(RECORDS FOR PROCESSING begins)
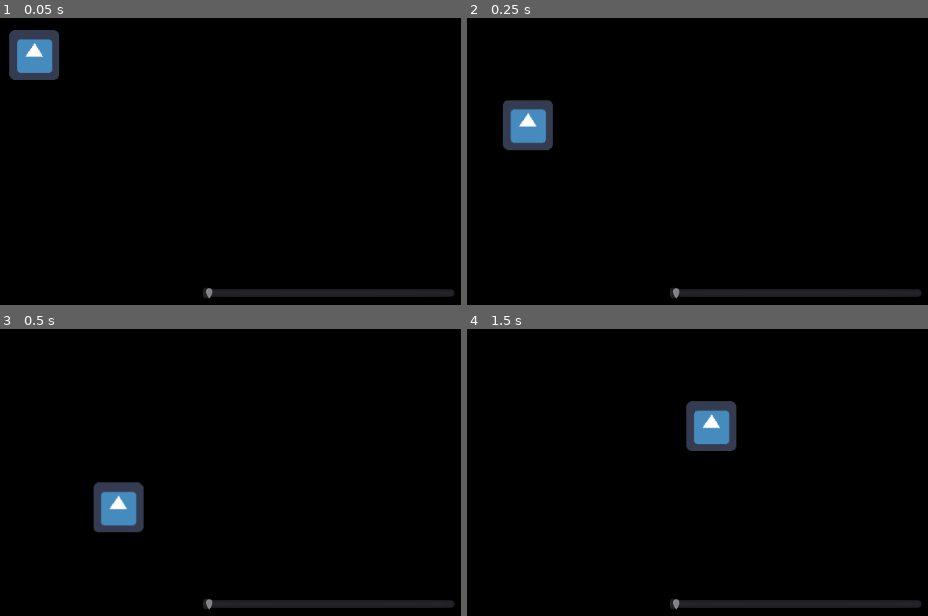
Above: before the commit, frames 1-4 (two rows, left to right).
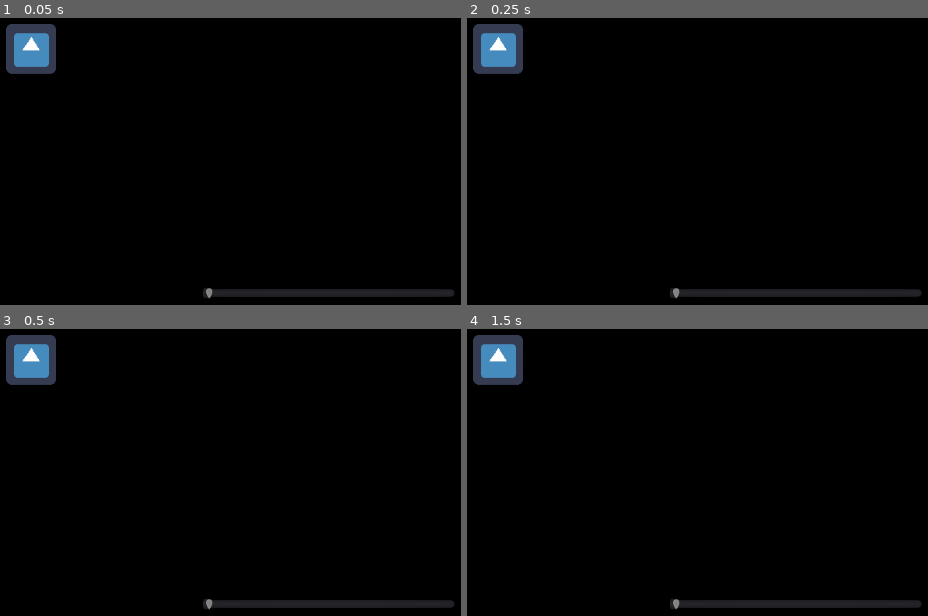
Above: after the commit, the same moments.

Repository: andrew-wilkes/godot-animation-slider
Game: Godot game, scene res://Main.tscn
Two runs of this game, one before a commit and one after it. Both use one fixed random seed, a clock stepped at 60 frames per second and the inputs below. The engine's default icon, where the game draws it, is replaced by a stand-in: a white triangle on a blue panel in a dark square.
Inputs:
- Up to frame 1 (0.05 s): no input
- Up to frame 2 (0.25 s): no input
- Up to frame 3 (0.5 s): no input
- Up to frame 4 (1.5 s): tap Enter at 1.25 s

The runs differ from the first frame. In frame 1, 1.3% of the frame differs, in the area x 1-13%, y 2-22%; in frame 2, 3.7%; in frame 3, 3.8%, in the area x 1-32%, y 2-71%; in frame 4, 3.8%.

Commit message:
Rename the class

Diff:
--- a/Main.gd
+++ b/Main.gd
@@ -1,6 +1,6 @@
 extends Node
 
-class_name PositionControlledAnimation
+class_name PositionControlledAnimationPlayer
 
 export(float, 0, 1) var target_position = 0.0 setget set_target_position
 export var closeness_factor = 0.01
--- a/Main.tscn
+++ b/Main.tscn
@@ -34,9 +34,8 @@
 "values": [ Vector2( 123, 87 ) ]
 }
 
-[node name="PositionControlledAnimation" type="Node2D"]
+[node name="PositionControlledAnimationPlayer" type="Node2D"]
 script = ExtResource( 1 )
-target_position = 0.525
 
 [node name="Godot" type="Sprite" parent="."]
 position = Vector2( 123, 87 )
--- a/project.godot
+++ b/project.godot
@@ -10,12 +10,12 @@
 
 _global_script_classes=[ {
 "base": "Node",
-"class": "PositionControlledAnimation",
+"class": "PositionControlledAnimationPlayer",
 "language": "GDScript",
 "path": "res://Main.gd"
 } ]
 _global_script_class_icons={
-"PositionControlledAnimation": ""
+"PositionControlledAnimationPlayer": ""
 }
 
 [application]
(RECORDS FOR PROCESSING ends)
| EXERCISE |
Using the material above, report each line where "Main" occurs.

| RESULT |
Game: Godot game, scene res://Main.tscn
--- a/Main.gd
+++ b/Main.gd
--- a/Main.tscn
+++ b/Main.tscn
 "path": "res://Main.gd"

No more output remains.